# American thinking of living in Bur Dubai



## whatthemiguel (Jul 22, 2013)

I have been offered a position in the UAE and am seriously considering it. Last time I was in Dubai, I stayed at the Desert Rose Apartments in Bur Dubai. I found the location to be fun, safe and vibrant. I know it isn't very 'western', but I figure, if I am going to be in the UAE for a few years, why not 'live local'. 

From what I have read, most people on the forums DO NOT recommend Bur Dubai. I was hoping to get some feedback from an other Expats who DO live (or have lived) in Bur Dubai. I will be the only Expat from the States in my office - for whatever that is worth. I will be living alone until my wife joins in a year or so, therefore I was thinking of spending around 60-75,000 AED on a place to rent. Can I get something decent with that? Any other thoughts or advice would be appreciated.

Thanks!


----------



## Simey (Dec 4, 2012)

whatthemiguel said:


> I have been offered a position in the UAE and am seriously considering it. Last time I was in Dubai, I stayed at the Desert Rose Apartments in Bur Dubai. I found the location to be fun, safe and vibrant. I know it isn't very 'western', but I figure, if I am going to be in the UAE for a few years, why not 'live local'.
> 
> From what I have read, most people on the forums DO NOT recommend Bur Dubai. I was hoping to get some feedback from an other Expats who DO live (or have lived) in Bur Dubai. I will be the only Expat from the States in my office - for whatever that is worth. I will be living alone until my wife joins in a year or so, therefore I was thinking of spending around 60-75,000 AED on a place to rent. Can I get something decent with that? Any other thoughts or advice would be appreciated.
> 
> Thanks!


I live in the Marina personally and like it a lot but I have friends who live in the Bur Dubai/Deira area and who really like it. I also end up there pretty frequently because that's where the best restaurants are. There's a lot of snobbery in Dubai. If you like the area and have taken a look at the alternatives, why not live where you want to be?


----------



## fcjb1970 (Apr 30, 2010)

whatthemiguel said:


> I have been offered a position in the UAE and am seriously considering it. Last time I was in Dubai, I stayed at the Desert Rose Apartments in Bur Dubai. I found the location to be fun, safe and vibrant. I know it isn't very 'western', but I figure, if I am going to be in the UAE for a few years, why not 'live local'.
> 
> From what I have read, most people on the forums DO NOT recommend Bur Dubai. I was hoping to get some feedback from an other Expats who DO live (or have lived) in Bur Dubai. I will be the only Expat from the States in my office - for whatever that is worth. I will be living alone until my wife joins in a year or so, therefore I was thinking of spending around 60-75,000 AED on a place to rent. Can I get something decent with that? Any other thoughts or advice would be appreciated.
> 
> Thanks!



Not sure what you mean by 'live local.' The population of Dubai is over 80% ex-pats. So when you are considering living in Bur Dubai, you will be still be living among ex-pats, it is just the ex-pats are not from the west (I am not saying that as a bad thing, just making a point).


----------



## saraswat (Apr 28, 2012)

If you were going to look at places in Bur Dubai, I would recommend the area around Khalid Bin Waleed street / Bur Juman Mall (behind it specifically). It is about 5 mins without traffic to SZR (Sheikh Zayed Road) from there and has quite a few good rental/hotel apartment options. 

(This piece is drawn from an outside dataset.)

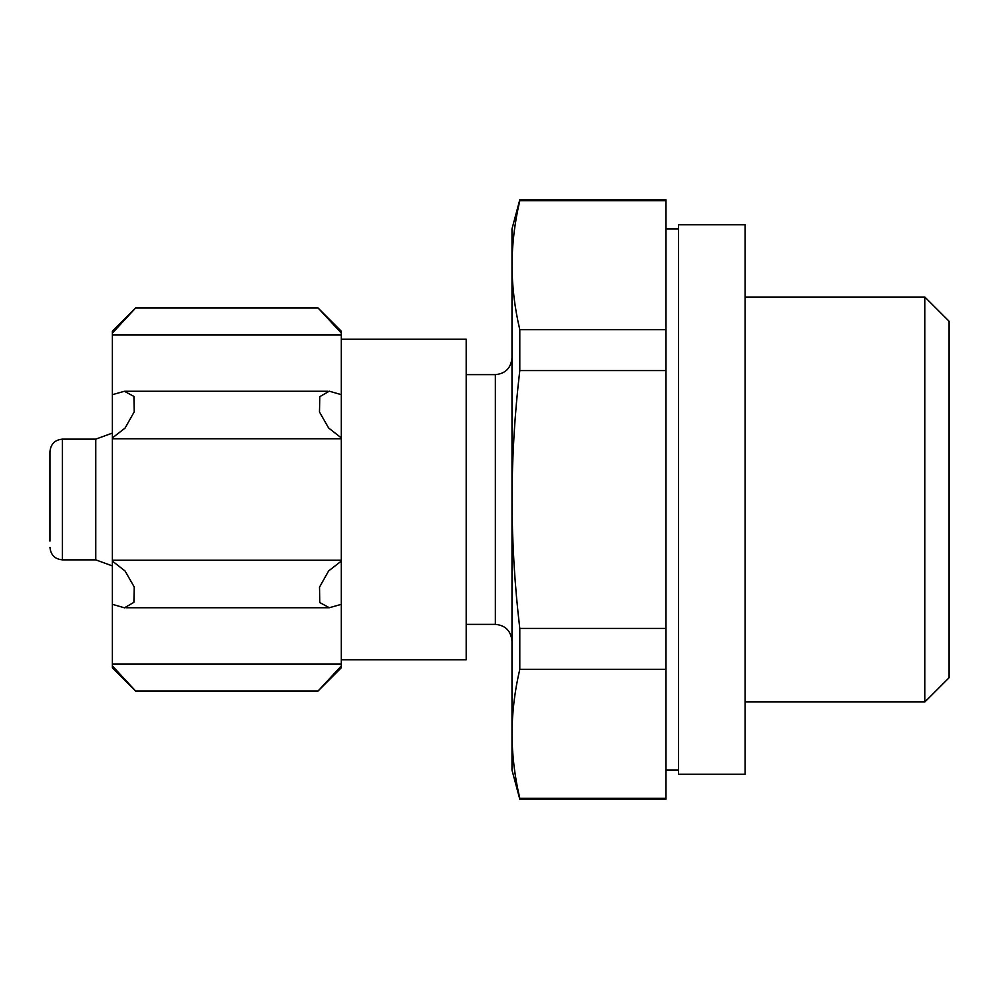 <?xml version="1.0" encoding="UTF-8"?>
<svg xmlns="http://www.w3.org/2000/svg" width="999" height="999" viewBox="0 0 999 999"><rect width="100%" height="100%" fill="white"/><g stroke="black" fill="none" stroke-linecap="round" stroke-linejoin="round"><path stroke-width="1.5" d="M519.792 799.2L519.792 798.263C514.722 776.785 512.112 755.294 511.988 733.815L511.988 770.067L519.792 799.2L665.996 799.2L665.996 628.408L519.792 628.408C514.735 585.751 512.125 542.782 511.988 499.5L511.988 228.933L519.792 199.8L519.792 200.737L665.996 200.737L665.996 199.8L519.792 199.8M665.996 200.737L665.996 628.408M665.996 669.367L519.792 669.367L519.792 628.408M665.996 370.592L519.792 370.592L519.792 329.633C514.722 308.154 512.112 286.676 511.988 265.185C512.112 243.706 514.722 222.215 519.792 200.737M665.996 329.633L519.792 329.633M519.792 669.367C514.722 690.846 512.112 712.324 511.988 733.815L511.988 499.5C512.125 456.593 514.722 413.623 519.792 370.592M112.388 334.877L341.321 334.877L341.321 333.092L318.119 308.029L341.321 333.092L341.321 331.231L318.119 308.029L135.589 308.029L112.388 331.231L112.388 667.769L135.589 690.971L318.119 690.971L341.321 667.769L341.321 665.908L318.119 690.971L341.321 665.908L341.321 561.076L328.634 570.928L319.505 587.162L319.805 602.572L329.308 607.729L341.321 604.333M341.321 334.877L341.321 561.076M341.321 659.752L466.196 659.752L466.196 339.248L341.321 339.248M112.388 333.092L135.589 308.029L112.388 333.092M341.321 394.667L329.27 391.183L319.83 396.653L319.468 411.988L328.609 427.972L341.321 437.924M112.388 437.924L125.075 428.072L134.216 411.838L133.916 396.428L124.413 391.271L112.388 394.667M112.388 438.761L341.321 438.761M112.388 560.239L341.321 560.239M112.388 604.333L124.45 607.817L133.891 602.347L134.241 587.012L125.1 571.028L112.388 561.076M112.388 664.123L341.321 664.123M112.388 665.908L135.589 690.971L112.388 665.908M49.95 541.121L49.95 451.635L49.95 541.121M62.438 439.148L62.438 559.852L95.742 559.852L95.742 439.148L62.438 439.148C54.92 439.81 50.762 443.981 49.95 451.635M924.862 297.04L924.862 701.96L949.05 677.784L949.05 321.216L924.862 297.04L745.092 297.04M745.092 774.225L745.092 224.775L678.483 224.775L678.483 774.225L745.092 774.225M665.996 798.263L519.792 798.263M511.988 641.021C510.914 630.819 505.357 625.274 495.342 624.375L495.342 374.625C505.357 373.726 510.914 368.181 511.988 357.979M124.925 391.271L327.897 391.271M125.812 607.729L328.783 607.729M62.438 559.852C54.92 559.19 50.762 555.019 49.95 547.365M95.742 559.852L112.388 565.921M95.742 439.148L112.388 433.079M924.862 701.96L745.092 701.96M678.483 228.933L665.996 228.933M678.483 770.067L665.996 770.067M495.342 374.625L466.196 374.625M495.342 624.375L466.196 624.375"/></g></svg>

Also this thread has some good info regarding Bur Dubai as a residential area:

http://www.expatforum.com/expats/du...ubai/153098-bur-dubai-vs-deira-pros-cons.html


----------



## whatthemiguel (Jul 22, 2013)

fcjb1970 said:


> Not sure what you mean by 'live local.' The population of Dubai is over 80% ex-pats. So when you are considering living in Bur Dubai, you will be still be living among ex-pats, it is just the ex-pats are not from the west (I am not saying that as a bad thing, just making a point).


True.


----------



## Desert_Fever (Apr 13, 2013)

Bur Dubai is the real Dubai! The old Dubai..  Just get a good building (which can be a challenge) which is close to the highway as Saraswat pointed out...


----------



## Canuck_Sens (Nov 16, 2010)

whatthemiguel said:


> From what I have read, most people on the forums DO NOT recommend Bur Dubai.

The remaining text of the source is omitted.